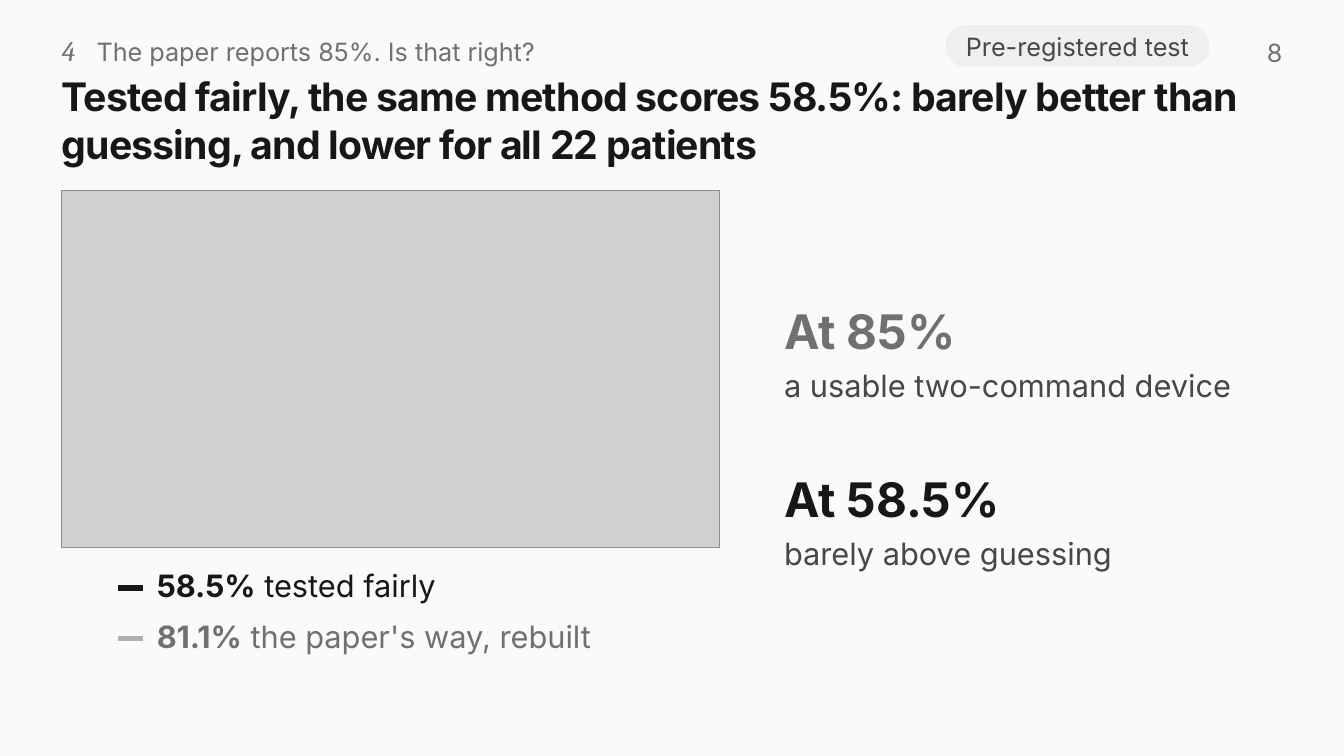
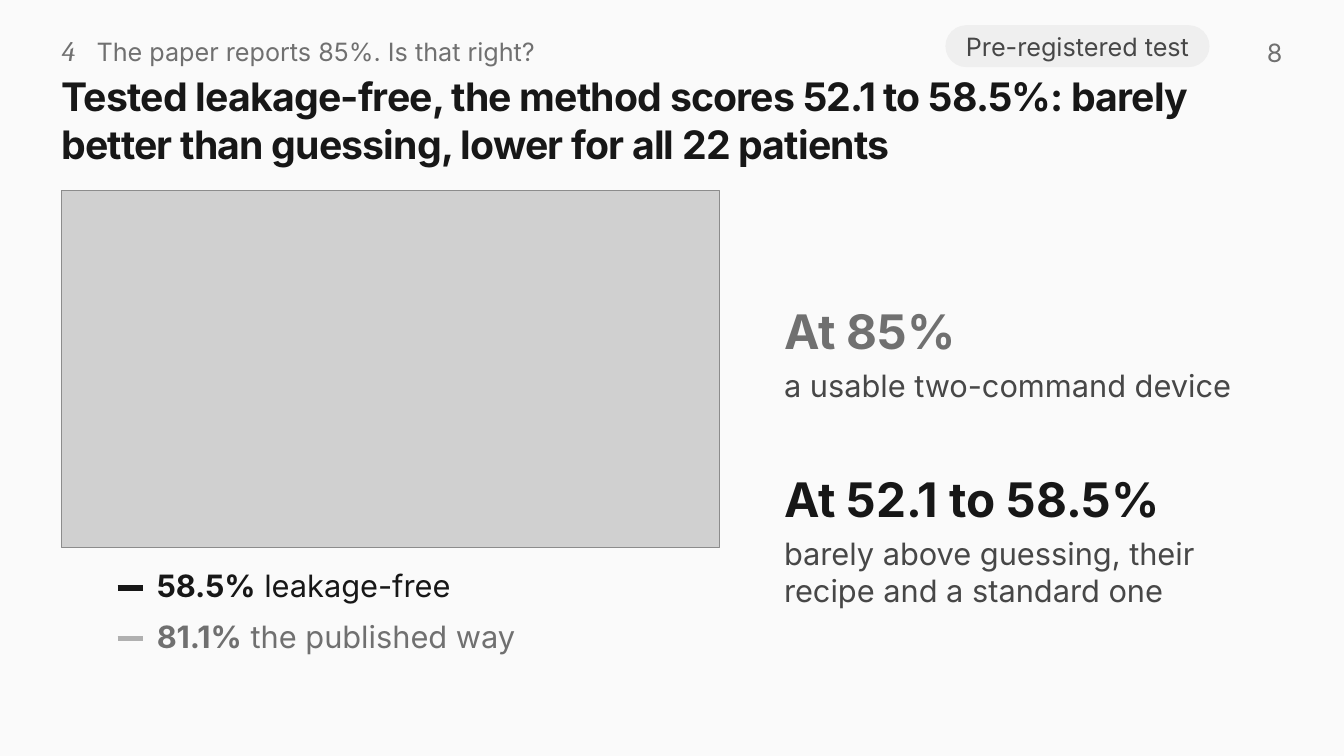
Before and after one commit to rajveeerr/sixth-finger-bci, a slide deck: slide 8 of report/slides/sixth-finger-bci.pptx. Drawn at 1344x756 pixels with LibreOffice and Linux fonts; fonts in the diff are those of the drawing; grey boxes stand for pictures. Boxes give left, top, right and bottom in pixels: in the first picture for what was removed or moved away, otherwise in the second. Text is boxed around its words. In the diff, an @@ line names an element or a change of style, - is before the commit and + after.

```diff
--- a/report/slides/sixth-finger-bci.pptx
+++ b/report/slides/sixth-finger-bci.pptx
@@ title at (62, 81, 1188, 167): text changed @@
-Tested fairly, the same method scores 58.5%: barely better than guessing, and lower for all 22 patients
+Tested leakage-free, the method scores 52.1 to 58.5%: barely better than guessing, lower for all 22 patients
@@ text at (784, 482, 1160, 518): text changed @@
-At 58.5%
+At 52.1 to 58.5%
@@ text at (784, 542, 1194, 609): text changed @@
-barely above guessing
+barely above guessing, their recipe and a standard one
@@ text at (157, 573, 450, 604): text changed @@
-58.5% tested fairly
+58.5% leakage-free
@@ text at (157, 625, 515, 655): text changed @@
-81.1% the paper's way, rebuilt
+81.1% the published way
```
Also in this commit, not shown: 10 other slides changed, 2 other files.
□ □ □
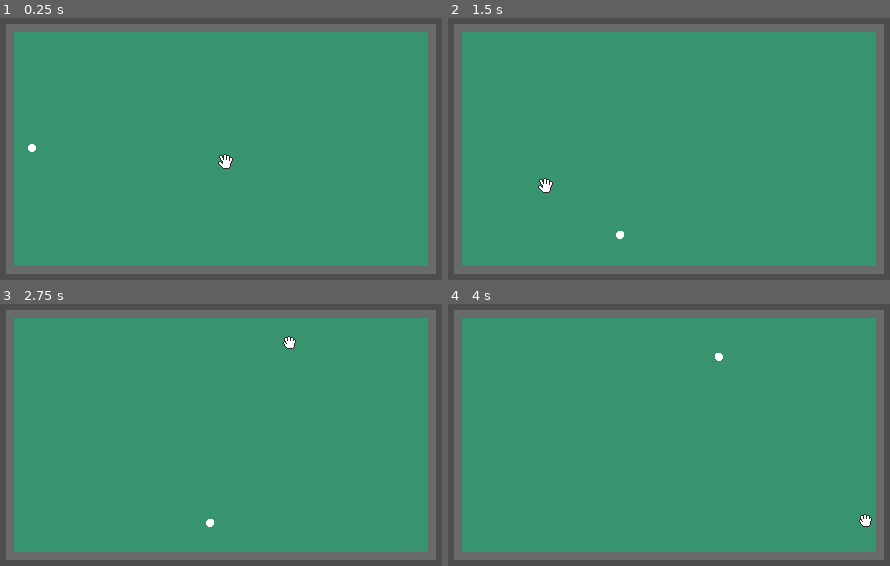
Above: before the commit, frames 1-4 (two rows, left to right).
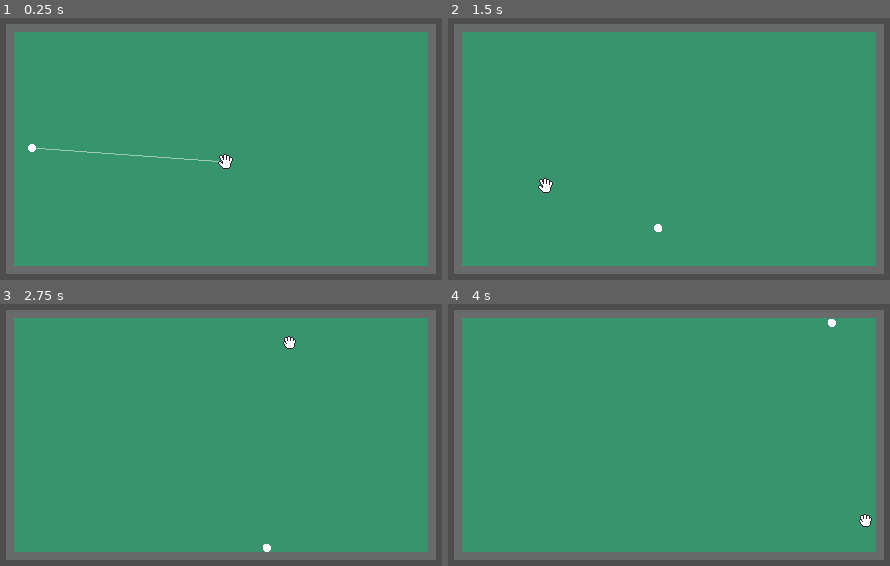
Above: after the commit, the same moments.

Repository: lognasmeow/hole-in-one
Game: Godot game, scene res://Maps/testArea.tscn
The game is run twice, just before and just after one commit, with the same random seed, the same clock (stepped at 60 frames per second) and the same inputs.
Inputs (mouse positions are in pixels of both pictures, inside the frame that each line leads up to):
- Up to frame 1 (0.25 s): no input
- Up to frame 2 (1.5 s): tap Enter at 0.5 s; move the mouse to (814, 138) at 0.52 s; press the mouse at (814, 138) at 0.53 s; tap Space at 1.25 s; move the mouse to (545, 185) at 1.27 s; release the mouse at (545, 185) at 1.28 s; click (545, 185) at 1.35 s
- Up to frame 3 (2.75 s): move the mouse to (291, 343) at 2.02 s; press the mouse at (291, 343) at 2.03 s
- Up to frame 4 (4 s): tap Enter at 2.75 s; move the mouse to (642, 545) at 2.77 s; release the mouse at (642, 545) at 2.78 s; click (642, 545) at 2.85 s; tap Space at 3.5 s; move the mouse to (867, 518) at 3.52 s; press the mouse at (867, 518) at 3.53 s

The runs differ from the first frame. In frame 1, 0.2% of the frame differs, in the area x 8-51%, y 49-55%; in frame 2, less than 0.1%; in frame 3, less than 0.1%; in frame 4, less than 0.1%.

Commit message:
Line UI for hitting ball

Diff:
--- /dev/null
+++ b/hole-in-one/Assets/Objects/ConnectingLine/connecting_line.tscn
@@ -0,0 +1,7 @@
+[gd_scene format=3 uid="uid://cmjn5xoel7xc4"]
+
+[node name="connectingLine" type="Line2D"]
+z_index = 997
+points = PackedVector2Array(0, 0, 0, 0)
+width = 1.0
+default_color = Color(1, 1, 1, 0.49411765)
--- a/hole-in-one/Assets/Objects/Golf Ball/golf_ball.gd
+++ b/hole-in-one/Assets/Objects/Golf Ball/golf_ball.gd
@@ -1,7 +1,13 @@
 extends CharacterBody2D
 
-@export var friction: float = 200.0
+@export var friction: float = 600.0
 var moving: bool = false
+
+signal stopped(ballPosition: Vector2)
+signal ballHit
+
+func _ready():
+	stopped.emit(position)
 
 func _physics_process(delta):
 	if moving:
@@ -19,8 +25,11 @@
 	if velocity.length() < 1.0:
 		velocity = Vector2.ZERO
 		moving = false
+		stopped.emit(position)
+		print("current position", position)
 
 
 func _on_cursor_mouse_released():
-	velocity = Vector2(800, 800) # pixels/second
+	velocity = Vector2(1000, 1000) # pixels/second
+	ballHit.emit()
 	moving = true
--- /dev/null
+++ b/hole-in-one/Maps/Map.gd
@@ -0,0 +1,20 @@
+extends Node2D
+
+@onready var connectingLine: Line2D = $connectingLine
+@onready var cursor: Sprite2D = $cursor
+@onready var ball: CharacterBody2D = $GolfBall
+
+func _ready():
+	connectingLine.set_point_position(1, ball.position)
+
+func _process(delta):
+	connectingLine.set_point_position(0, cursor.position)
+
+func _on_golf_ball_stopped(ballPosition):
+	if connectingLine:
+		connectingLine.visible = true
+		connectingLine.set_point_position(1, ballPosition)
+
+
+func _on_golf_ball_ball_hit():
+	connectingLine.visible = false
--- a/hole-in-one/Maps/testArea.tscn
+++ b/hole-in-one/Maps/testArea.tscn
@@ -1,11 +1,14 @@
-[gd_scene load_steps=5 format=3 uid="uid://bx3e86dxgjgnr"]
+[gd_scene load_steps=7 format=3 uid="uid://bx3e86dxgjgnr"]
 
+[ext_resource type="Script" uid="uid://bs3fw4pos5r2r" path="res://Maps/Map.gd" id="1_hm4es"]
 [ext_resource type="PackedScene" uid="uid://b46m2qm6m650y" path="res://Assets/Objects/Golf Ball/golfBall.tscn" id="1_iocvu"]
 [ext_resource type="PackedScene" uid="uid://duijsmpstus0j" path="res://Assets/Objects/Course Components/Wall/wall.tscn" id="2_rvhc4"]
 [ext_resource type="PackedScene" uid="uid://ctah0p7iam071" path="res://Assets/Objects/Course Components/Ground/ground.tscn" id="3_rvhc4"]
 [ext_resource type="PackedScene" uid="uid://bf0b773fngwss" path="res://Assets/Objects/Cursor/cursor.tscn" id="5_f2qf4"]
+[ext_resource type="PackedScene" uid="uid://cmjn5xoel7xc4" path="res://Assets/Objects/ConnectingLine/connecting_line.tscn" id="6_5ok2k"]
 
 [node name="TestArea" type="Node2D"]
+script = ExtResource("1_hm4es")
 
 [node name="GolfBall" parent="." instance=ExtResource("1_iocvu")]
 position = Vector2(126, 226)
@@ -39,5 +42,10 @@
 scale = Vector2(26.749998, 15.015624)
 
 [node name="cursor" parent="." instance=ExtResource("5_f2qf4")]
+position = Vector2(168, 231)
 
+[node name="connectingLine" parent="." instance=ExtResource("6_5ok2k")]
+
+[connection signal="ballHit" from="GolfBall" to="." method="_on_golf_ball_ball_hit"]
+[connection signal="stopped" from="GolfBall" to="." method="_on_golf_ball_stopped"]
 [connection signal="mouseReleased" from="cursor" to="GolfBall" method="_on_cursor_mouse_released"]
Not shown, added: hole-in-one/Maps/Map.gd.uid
□ □ □
§ **GOAL OF THE EXERCISE**
From the material above, retype precisely the lines between the line holding "Before and after" and the line holding "Also in this", inclusive, and nothing beyond them.

§ **COMPLETED TASK**
Before and after one commit to rajveeerr/sixth-finger-bci, a slide deck: slide 8 of report/slides/sixth-finger-bci.pptx. Drawn at 1344x756 pixels with LibreOffice and Linux fonts; fonts in the diff are those of the drawing; grey boxes stand for pictures. Boxes give left, top, right and bottom in pixels: in the first picture for what was removed or moved away, otherwise in the second. Text is boxed around its words. In the diff, an @@ line names an element or a change of style, - is before the commit and + after.

```diff
--- a/report/slides/sixth-finger-bci.pptx
+++ b/report/slides/sixth-finger-bci.pptx
@@ title at (62, 81, 1188, 167): text changed @@
-Tested fairly, the same method scores 58.5%: barely better than guessing, and lower for all 22 patients
+Tested leakage-free, the method scores 52.1 to 58.5%: barely better than guessing, lower for all 22 patients
@@ text at (784, 482, 1160, 518): text changed @@
-At 58.5%
+At 52.1 to 58.5%
@@ text at (784, 542, 1194, 609): text changed @@
-barely above guessing
+barely above guessing, their recipe and a standard one
@@ text at (157, 573, 450, 604): text changed @@
-58.5% tested fairly
+58.5% leakage-free
@@ text at (157, 625, 515, 655): text changed @@
-81.1% the paper's way, rebuilt
+81.1% the published way
```
Also in this commit, not shown: 10 other slides changed, 2 other files.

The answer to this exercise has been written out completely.